Sono vivo, me lo conferma il pulsare del sangue dentro il mio corpo, sono vivo e sebbene sappia che era solo un sogno, averti rivisto mi rende felice (quel rejoice è quasi religioso nel suo significato di riaccendere una fiamma che si stava spegnendo).

Non serve essere musicisti per provare questa sensazione, ve lo possono confermare le mattine in cui mi sono svegliato con gli occhi bagnati e il cuore gonfio di emozione, per aver rivisto mio padre e le mie nonne, certe volte in modo così concreto da sentirli quasi ancora abbracciati a me, con la luce di cui sono composti i loro spiriti che mi accecava.
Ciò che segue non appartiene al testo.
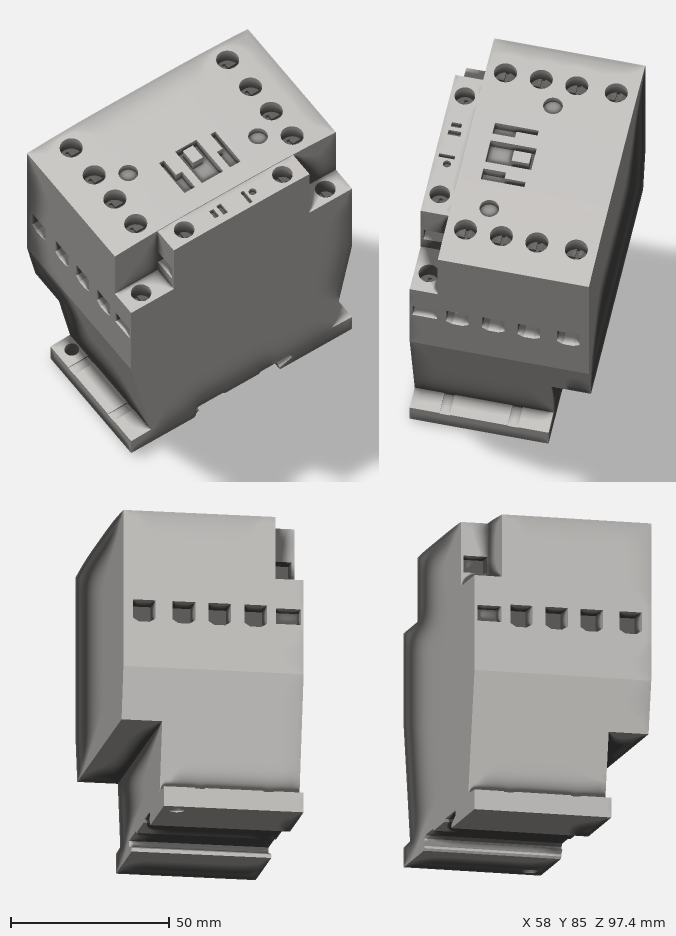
import cadquery as cq
import math


width = 58.0
length = 85.0
half_length = length / 2
height = 97.4
main_width = 48.9
roof_flat_half = 12.6
roof_drop = 1.2
aux_roof_z = height - 0.3

taper_top_z = 45.2
taper_foot_y = 35.0
flange_edge_z = 6.4
flange_root_z = 6.7
overhang_x = 13.1
overhang_z = 28.5

rail_slot_z = 4.7
rail_rear_y = 19.4
rail_hook_z = 2.9
rail_lip_y = 14.7
rail_lip_z = 1.2
rail_pad_root_half = 7.4
rail_pad_half = 6.5
rail_pad_z = 3.9
latch_corner_y = -16.3
latch_corner_z = 3.8
latch_wall_y = -17.6
latch_tooth_top_z = 3.2
latch_tooth_y = -16.4
latch_tooth_z = 2.7
latch_tooth_bottom_z = 1.5
latch_mouth_z = 0.7
latch_mouth_y = -18.3

aux_block_half = 26.1
shelf_z = 76.0
aux_screw_x = 53.3
aux_screw_d = 6.5
aux_screw_y = 18.9
shelf_screw_y = 35.5

pole_xs = (6.7, 19.5, 31.0, 42.6)
pole_screw_y = 30.1
pole_screw_d = 7.3
terminal_width = 7.3
terminal_top_z = 67.1
terminal_shoulder_z = 61.2
terminal_floor_z = 60.0
terminal_floor_width = 3.5
terminal_depth = 8.8

aux_terminal_x = 53.1
aux_terminal_width = 7.9
aux_terminal_depth = 5.8
block_terminal_zs = (80.55, 86.0)
shelf_terminal_zs = (61.3, 66.3)

screw_depth = 5.8
drive_depth = 1.0
drive_width = 1.1
pole_drive_arm = 5.2
aux_drive_arm = 4.2

dimple_d = 6.2
dimple_depth = 2.6
dimple_y = 20.9
dimple_rear_x = 36.8
dimple_front_x = 25.2
window_depth = 3.5
window_left_x = 26.9
window_right_x = 41.8
window_half = 4.1
button_xs = (28.05, 33.7)
button_half = 1.9
hook_left_x = 27.7
hook_step_x = 34.5
hook_inner_y = 6.7
hook_step_y = 9.0
hook_outer_y = 10.8

aux_mark_depth = 1.9
coil_hole_x = 53.5
coil_hole_y = 7.3
coil_hole_d = 2.5
aux_slots = (
    (51.5, 56.7, 3.9, 5.2),
    (51.5, 55.6, -5.4, -3.6),
    (51.9, 55.2, -8.4, -6.7),
)

groove_xs = (24.6, 46.7)
groove_width = 3.3
groove_floor_z = 6.1
mounting_hole_d = 4.7
mounting_hole_x = 18.0
mounting_hole_y = -37.7


def box(x0, x1, y0, y1, z0, z1):
    return cq.Workplane("XY").box(x1 - x0, y1 - y0, z1 - z0, centered=False).translate((x0, y0, z0))


def housing_section(roof_z, x0, x1):
    """Solid with the full side outline of the housing, over one span of X."""
    eave_z = roof_z - roof_drop
    roof_run = half_length - roof_flat_half
    roof_radius = (roof_run**2 + roof_drop**2) / (2 * roof_drop)
    half_angle = math.asin(roof_run / roof_radius) / 2
    front_roof_middle = (
        -roof_flat_half - roof_radius * math.sin(half_angle),
        roof_z - roof_radius * (1 - math.cos(half_angle)),
    )
    outline = (
        cq.Workplane("YZ", origin=(x0, 0, 0))
        .moveTo(-roof_flat_half, roof_z)
        .lineTo(roof_flat_half, roof_z)
        .tangentArcPoint((half_length, eave_z), relative=False)
        .lineTo(half_length, taper_top_z)
        .lineTo(taper_foot_y, flange_root_z)
        .lineTo(half_length, flange_edge_z)
        .lineTo(half_length, 0)
        .lineTo(-half_length, 0)
        .lineTo(-half_length, flange_edge_z)
        .lineTo(-taper_foot_y, flange_root_z)
        .lineTo(-half_length, taper_top_z)
        .lineTo(-half_length, eave_z)
        .threePointArc(front_roof_middle, (-roof_flat_half, roof_z))
        .close()
    )
    return outline.extrude(x1 - x0)


def rail_slot():
    """Slot for the mounting rail: a fixed hook at the rear and a latch at the front."""
    return (
        cq.Workplane("YZ")
        .moveTo(rail_lip_y, 0)
        .lineTo(rail_lip_y, rail_lip_z)
        .lineTo(rail_rear_y, rail_hook_z)
        .lineTo(rail_rear_y, rail_slot_z)
        .lineTo(rail_pad_root_half, rail_slot_z)
        .lineTo(rail_pad_half, rail_pad_z)
        .lineTo(-rail_pad_half, rail_pad_z)
        .lineTo(-rail_pad_root_half, rail_slot_z)
        .lineTo(latch_corner_y, rail_slot_z)
        .lineTo(latch_wall_y, latch_corner_z)
        .lineTo(latch_wall_y, latch_tooth_top_z)
        .lineTo(latch_tooth_y, latch_tooth_z)
        .lineTo(latch_wall_y, latch_tooth_bottom_z)
        .lineTo(latch_wall_y, latch_mouth_z)
        .lineTo(latch_mouth_y, 0)
        .close()
        .extrude(width)
    )


def housing():
    main = housing_section(height, 0, main_width)
    auxiliary = housing_section(aux_roof_z, main_width, width)
    body = main.union(auxiliary)
    body = body.cut(box(0, overhang_x, -half_length, half_length, 0, overhang_z))
    body = body.cut(rail_slot())
    for y0, y1 in ((-half_length, -aux_block_half), (aux_block_half, half_length)):
        body = body.cut(box(main_width, width, y0, y1, shelf_z, height))
    return body


def screw_well(x, y, roof_z, diameter, arm_x, arm_y):
    """Round well with a cross recess in the screw head at its floor."""
    head_z = roof_z - screw_depth
    drive_z = head_z - drive_depth
    well = cq.Workplane("XY", origin=(x, y, head_z)).circle(diameter / 2).extrude(height - head_z)
    drive_plane = cq.Workplane("XY", origin=(x, y, drive_z))
    bar_x = drive_plane.rect(arm_x, drive_width).extrude(drive_depth)
    bar_y = drive_plane.rect(drive_width, arm_y).extrude(drive_depth)
    head = drive_plane.circle(diameter / 2).extrude(drive_depth)
    return well.union(bar_x.union(bar_y).intersect(head))


def pole_screw(x, y):
    """The long bar of the cross runs along Y and spans the whole head."""
    return screw_well(x, y, height, pole_screw_d, pole_drive_arm, pole_screw_d)


def aux_screw(y, roof_z):
    """The long bar of the cross runs along X and spans the whole head."""
    return screw_well(aux_screw_x, y, roof_z, aux_screw_d, aux_screw_d, aux_drive_arm)


def pole_terminal(x):
    """Wire entry in the front wall, with a bevelled floor."""
    half = terminal_width / 2
    floor_half = terminal_floor_width / 2
    return (
        cq.Workplane("XZ", origin=(x, -half_length, 0))
        .moveTo(-half, terminal_top_z)
        .lineTo(half, terminal_top_z)
        .lineTo(half, terminal_shoulder_z)
        .lineTo(floor_half, terminal_floor_z)
        .lineTo(-floor_half, terminal_floor_z)
        .lineTo(-half, terminal_shoulder_z)
        .close()
        .extrude(-terminal_depth)
    )


def aux_terminal(wall_y, z_span):
    """Rectangular wire entry in a wall that faces -Y."""
    half = aux_terminal_width / 2
    return box(
        aux_terminal_x - half, aux_terminal_x + half,
        wall_y, wall_y + aux_terminal_depth,
        *z_span,
    )


def both_ends(tool):
    """The tool together with its mirror image at the other end of the housing."""
    return tool.union(tool.mirror("XZ"))


def roof_dimple(x, y):
    floor_z = height - dimple_depth
    return cq.Workplane("XY", origin=(x, y, floor_z)).circle(dimple_d / 2).extrude(dimple_depth)


def latch_window():
    """Rectangular recess that leaves a button standing flush with the roof."""
    floor_z = height - window_depth
    window = box(window_left_x, window_right_x, -window_half, window_half, floor_z, height)
    button = box(*button_xs, -button_half, button_half, floor_z, height)
    return window.cut(button)


def latch_hook():
    """Stepped recess beside the window, wider on its right."""
    return (
        cq.Workplane("XY", origin=(0, 0, height - window_depth))
        .moveTo(hook_left_x, hook_outer_y)
        .lineTo(window_right_x, hook_outer_y)
        .lineTo(window_right_x, hook_inner_y)
        .lineTo(hook_step_x, hook_inner_y)
        .lineTo(hook_step_x, hook_step_y)
        .lineTo(hook_left_x, hook_step_y)
        .close()
        .extrude(window_depth)
    )


def aux_marks():
    """Round coil hole and three small rectangular recesses in the auxiliary roof."""
    floor_z = aux_roof_z - aux_mark_depth
    marks = (
        cq.Workplane("XY", origin=(coil_hole_x, coil_hole_y, floor_z))
        .circle(coil_hole_d / 2)
        .extrude(aux_mark_depth)
    )
    for slot in aux_slots:
        marks = marks.union(box(*slot, floor_z, aux_roof_z))
    return marks


def flange_groove(x):
    """Shallow groove across the front flange, from its outer edge to the foot."""
    half = groove_width / 2
    return box(
        x - half, x + half,
        -half_length, -taper_foot_y,
        groove_floor_z, flange_root_z,
    )


def mounting_hole():
    return (
        cq.Workplane("XY", origin=(mounting_hole_x, mounting_hole_y, 0))
        .circle(mounting_hole_d / 2)
        .extrude(flange_root_z)
    )


result = housing()

for x in pole_xs:
    result = result.cut(both_ends(pole_screw(x, pole_screw_y)))
    result = result.cut(both_ends(pole_terminal(x)))

result = result.cut(both_ends(aux_screw(aux_screw_y, aux_roof_z)))
result = result.cut(both_ends(aux_screw(shelf_screw_y, shelf_z)))

result = result.cut(both_ends(aux_terminal(-aux_block_half, block_terminal_zs)))
result = result.cut(both_ends(aux_terminal(-half_length, shelf_terminal_zs)))

result = result.cut(roof_dimple(dimple_rear_x, dimple_y))
result = result.cut(roof_dimple(dimple_front_x, -dimple_y))
result = result.cut(latch_window())
result = result.cut(both_ends(latch_hook()))
result = result.cut(aux_marks())

for x in groove_xs:
    result = result.cut(both_ends(flange_groove(x)))
result = result.cut(mounting_hole())

Il video stesso racconta la sua storia, dai locali dove dovevano montarsi da soli l'impianto agli stadi (SAN SIRO!) pieni di gente in festa, dalle immagini sfocate di ballerini composti, a fans in estasi che suonano batterie immaginarie.

Non è solo celebrazione, ma memoria, come dimostra la scelta di far apparire proprio Danny e Clarence (e il suo enorme sax) mentre il ritornello dice è solo il tuo fantasma che si muove nella notte, spirito pieno di luce.

Bruce non sembra aver paura della morte, non la sfida, ma trasforma il dolore che essa porta con sé in impegno, dedizione, energia e tanto, tanto rispetto per chi ci ha lasciato.

Questo è il messaggio che mi arriva, dalla seconda  lettera che Springsteen ci spedisce: noi che abbiamo ancora in mano la nostra vita, tra i tanti motivi per onorarla al meglio, ricordiamoci anche di tenere accesa la luce che altri ci hanno lasciato in consegna, lasciamoci illuminare da essa e ovunque noi siamo, ricordiamoci sempre to kick into overdrive.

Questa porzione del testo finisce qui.